The Night is Heavy (After Tu Fu), George Freek

Marilyn Higginson, November at Baskett Refuge, Oil on Wrapped Canvas


THE NIGHT IS HEAVY (After Tu Fu)

 

The day is a clock without a face.
With solemn grace, the moon
falls into its customary place.
Time means nothing to it.
I question myself to gain
peace of mind. But answers
are hard to find.
Stars appear like lanterns,
but they light no path.
They’re beyond my grasp.
In the dim moonlight
an owl spies a rodent,
crawling in the wet grass.
He’s relentless in his search.
Watching his pursuit,
my face is ashen
in the window’s clear glass.

_________________
George Freek

 

Review by Ed Higgins

Freek’s poem here is much in the grim answers are hard to find tone of Tu Fu who often laments that even in the starkness of nature’s observed beauty: Stars appear like lanterns, but they light no path.

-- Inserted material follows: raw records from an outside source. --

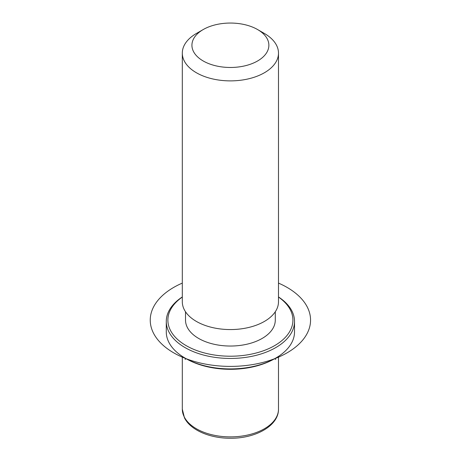 <?xml version="1.0" encoding="UTF-8"?>
<svg xmlns="http://www.w3.org/2000/svg" width="461" height="461" viewBox="0 0 461 461"><rect width="100%" height="100%" fill="white"/><g stroke="black" fill="none" stroke-linecap="round" stroke-linejoin="round"><path stroke-width="0.69" d="M275.286 311.769L275.286 320.124A44.884 25.914 180 0 1 236.781 345.773A44.884 25.914 180 0 1 187.333 327.419A44.884 25.914 180 0 1 185.512 320.124L185.512 311.769M257.601 29.556L264.407 33.48A48.088 27.764 180 0 1 276.542 45.299A48.088 27.764 180 0 1 278.49 53.113L278.49 301.799A48.088 27.764 180 0 1 237.236 329.281A48.088 27.764 180 0 1 184.256 309.613A48.088 27.764 180 0 1 182.308 301.799L182.308 53.113A48.088 27.764 180 0 1 196.392 33.48L203.197 29.556A38.47 22.214 180 0 1 257.601 29.556A38.47 22.214 180 0 1 267.317 39.006A38.47 22.214 180 0 1 241.23 66.574A38.47 22.214 180 0 1 193.482 51.517A38.47 22.214 180 0 1 203.197 29.556M278.49 53.113A48.088 27.764 180 0 1 237.236 80.6A48.088 27.764 180 0 1 184.256 60.933A48.088 27.764 180 0 1 182.308 53.113M275.741 359.39L274.606 358.733A62.517 36.096 180 0 1 186.192 358.733L185.057 359.39M278.49 296.947A64.119 37.018 180 0 1 291.928 311.008A64.119 37.018 180 0 1 294.521 321.432L294.521 331.903A64.119 37.018 180 0 1 275.741 358.076A64.119 37.018 180 0 1 185.057 358.076A64.119 37.018 180 0 1 168.87 342.321A64.119 37.018 180 0 1 166.277 331.903L166.277 321.432A64.119 37.018 180 0 1 182.308 296.947M278.49 297.057A62.517 36.096 180 0 1 290.39 309.959A62.517 36.096 180 0 1 248.001 354.757A62.517 36.096 180 0 1 170.409 330.283A62.517 36.096 180 0 1 182.308 297.057M294.521 321.432A64.119 37.018 180 0 1 239.518 358.076A64.119 37.018 180 0 1 168.87 331.851A64.119 37.018 180 0 1 166.277 321.432M182.308 283.1A80.151 46.273 0 0 0 173.722 352.844A80.151 46.273 0 0 0 287.076 352.844A80.151 46.273 0 0 0 287.076 287.399A80.151 46.273 0 0 0 278.49 283.1M278.49 356.388L278.49 409.126A48.088 27.764 180 0 1 237.236 436.607A48.088 27.764 180 0 1 184.256 416.94A48.088 27.764 180 0 1 182.308 409.126L182.308 356.388M278.49 409.126C278.778 425.693 255.682 438.469 230.581 438.244C210.135 438.399 190.56 430.234 184.475 417.873L182.308 409.126M274.606 358.733L275.741 358.076M186.192 358.733L185.057 358.076"/></g></svg>
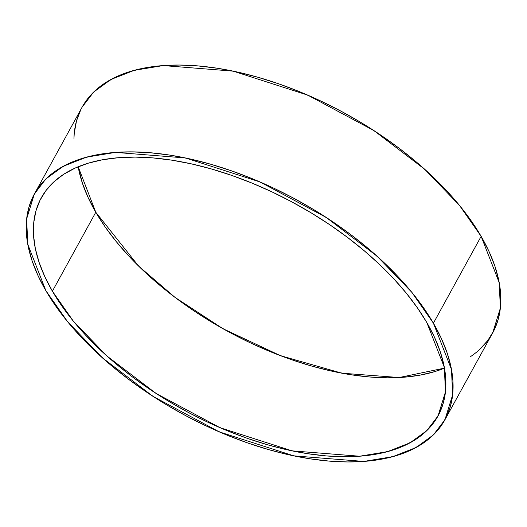 <?xml version="1.0" encoding="UTF-8"?>
<svg xmlns="http://www.w3.org/2000/svg" width="527" height="527" viewBox="0 0 527 527"><rect width="100%" height="100%" fill="white"/><g stroke="black" fill="none" stroke-linecap="round" stroke-linejoin="round"><path stroke-width="0.79" d="M52.397 291.194L95.789 212.256L52.397 291.194A226.379 117.225 -151.2 0 1 153.12 157.922A226.379 117.225 -151.2 0 1 426.87 322.636A226.379 117.225 28.8 0 1 326.147 455.908A226.379 117.225 28.8 0 1 52.397 291.194A226.379 117.225 -151.2 0 1 41.258 197.856A226.379 117.225 -151.2 0 1 223.613 172.678A226.379 117.225 -151.2 0 1 426.87 322.636L417.489 307.952L406.396 293.269L393.695 278.711L379.512 264.422L363.979 250.542L347.253 237.209L329.487 224.548L310.858 212.677L291.543 201.716L271.721 191.762L251.596 182.922L231.36 175.28L211.195 168.897L191.308 163.851L171.888 160.175L153.12 157.922L135.182 157.099L118.252 157.718L102.495 159.773L88.049 163.245L75.071 168.1L63.675 174.299L53.971 181.769L46.06 190.445L40.012 200.24L35.882 211.063L33.721 222.816L33.537 235.371L35.342 248.619L39.117 262.426L44.815 276.668L52.397 291.194L61.778 305.871L72.871 320.561L85.572 335.119L99.755 349.408L115.288 363.287L132.013 376.621L149.78 389.282L168.409 401.152L187.724 412.114L207.539 422.068L227.671 430.902L247.907 438.55L268.072 444.926L287.953 449.979L307.379 453.648L326.147 455.908L344.085 456.731L361.015 456.112L376.772 454.057L391.212 450.585L404.196 445.723L415.592 439.531L425.289 432.061L433.207 423.385L439.254 413.59L443.378 402.76L445.546 391.014L445.723 378.458L443.925 365.211L440.15 351.404L434.452 337.161L426.87 322.636L444.347 367.378L445.447 391.95L438.009 415.974L426.85 430.585L410.072 442.805L387.529 451.639L359.605 456.224L292.07 450.862L219.957 427.667L155.972 393.379L106.909 356.002L73.312 321.108L52.397 291.194L95.789 212.256L138.555 266.036L175.017 297.386L222.928 328.69L280.384 355.646L341.865 373.195L399.15 377.53L444.485 368.136L434.61 371.647L420.171 375.119L404.407 377.18L387.477 377.8L369.539 376.976L350.771 374.717L331.351 371.041L311.464 365.995L291.306 359.618L271.062 351.97L250.938 343.13L231.122 333.183L211.801 322.221L193.172 310.35L175.405 297.683L158.68 284.349L143.146 270.476L128.963 256.188L116.263 241.629L105.169 226.939L95.789 212.256L88.213 197.73L82.508 183.495L78.18 166.756L95.789 212.256A226.379 117.225 -151.2 0 0 444.485 368.136M479.504 349.599L487.692 340.62L493.951 330.482L498.226 319.276L500.466 307.122L500.65 294.125L498.786 280.417L494.879 266.122L488.977 251.392L481.138 236.353L433.405 323.183A234.278 121.315 28.8 0 1 329.164 461.105A234.278 121.315 28.8 0 1 45.862 290.647A234.278 121.315 28.8 0 1 150.103 152.725A234.278 121.315 28.8 0 1 433.405 323.183L441.244 338.215L447.146 352.952L451.053 367.24L452.917 380.949L452.726 393.946L450.486 406.106L446.217 417.312L439.959 427.45L431.771 436.428L421.732 444.156L409.934 450.565L396.502 455.598L381.561 459.188L365.244 461.316L347.728 461.955L329.164 461.105L309.738 458.767L289.639 454.972L269.06 449.742L248.197 443.141L227.249 435.23L206.426 426.079L185.912 415.783L165.926 404.44L146.644 392.154L128.259 379.051L110.947 365.251L94.873 350.89L80.196 336.107L67.054 321.042L55.572 305.838L45.862 290.647L38.023 275.608L32.121 260.878L28.214 246.583L26.35 232.875L26.534 219.878L28.774 207.724L33.049 196.518L39.308 186.38L47.496 177.401L57.535 169.668L69.333 163.258L82.765 158.232L97.706 154.642L114.016 152.514L131.539 151.868L150.103 152.725L169.523 155.057L189.621 158.858L210.207 164.081L231.07 170.689L252.018 178.6L272.841 187.75L293.348 198.047L313.341 209.39L332.623 221.669L351.008 234.778L368.32 248.579L384.394 262.94L399.071 277.722L412.213 292.788L423.695 307.992L433.405 323.183L451.487 369.486L452.627 394.914L444.933 419.775L433.385 434.9L416.02 447.548L392.687 456.685L363.795 461.428L293.895 455.881L219.272 431.876L153.054 396.396L102.278 357.714L67.515 321.602L45.862 290.647L27.779 244.344L26.64 218.916L34.334 194.048L45.882 178.93L63.247 166.282L86.58 157.138L115.472 152.395L185.372 157.942L259.995 181.953L326.213 217.434L376.989 256.115L411.752 292.228L433.405 323.183L481.138 236.353L459.485 205.398L424.722 169.286L373.946 130.604L307.728 95.123L233.105 71.119L163.205 65.572L134.313 70.315L110.98 79.452L93.615 92.1L82.067 107.225L34.334 194.048M444.933 419.775L492.666 332.952L500.36 308.091L499.221 282.656L481.138 236.353L471.428 221.162L459.946 205.965L446.804 190.893L432.127 176.11L416.053 161.749L398.741 147.949L380.356 134.846L361.074 122.56L341.088 111.217L320.574 100.92L299.751 91.77L278.803 83.859L257.94 77.258L237.361 72.034L217.262 68.233L197.836 65.895L179.272 65.045L161.756 65.684L145.439 67.812L130.498 71.409L117.066 76.435L105.268 82.844L95.229 90.572L87.041 99.55L82.021 107.31M80.783 109.695L76.514 120.894L74.274 133.054L73.945 138.397A234.278 121.315 -151.2 0 1 243.303 73.405A234.278 121.315 -151.2 0 1 481.138 236.353L433.405 323.183M470.697 356.515A234.278 121.315 -151.2 0 0 481.138 236.353M78.18 166.756A226.379 117.225 -151.2 0 0 95.789 212.256"/></g></svg>
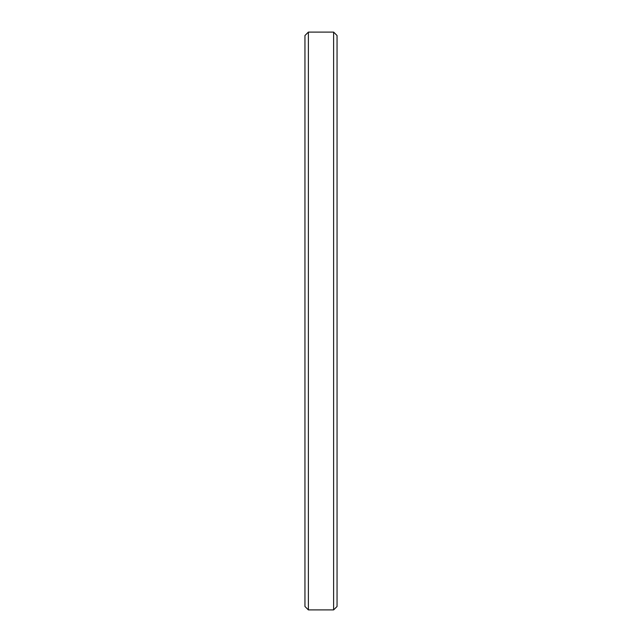 <?xml version="1.0" encoding="UTF-8"?>
<svg xmlns="http://www.w3.org/2000/svg" width="642" height="642" viewBox="0 0 642 642"><rect width="100%" height="100%" fill="white"/><g stroke="black" fill="none" stroke-linecap="round" stroke-linejoin="round"><path stroke-width="0.96" d="M337.05 35.527L333.623 32.1L333.623 609.9L337.05 606.473L337.05 35.527L337.05 606.473L333.623 609.9L333.623 32.1L308.377 32.1L308.377 609.9L333.623 609.9L308.377 609.9L308.377 32.1L304.95 35.527L304.95 606.473L308.377 609.9L304.95 606.473L304.95 35.527L308.377 32.1L333.623 32.1L337.05 35.527"/></g></svg>

We are subject to a predatory world that eludes our peace of mind. And Freek’s narrator here turns ashen as an owl spies and relentlessly pursues a night-hunted rodent. The paired symbolism of hunter-hunted may be grim reality but it is what we invariably see if clear-eyed. Freek’s poem is night-heavy in tone, but gripping in its harsh beauty nonetheless.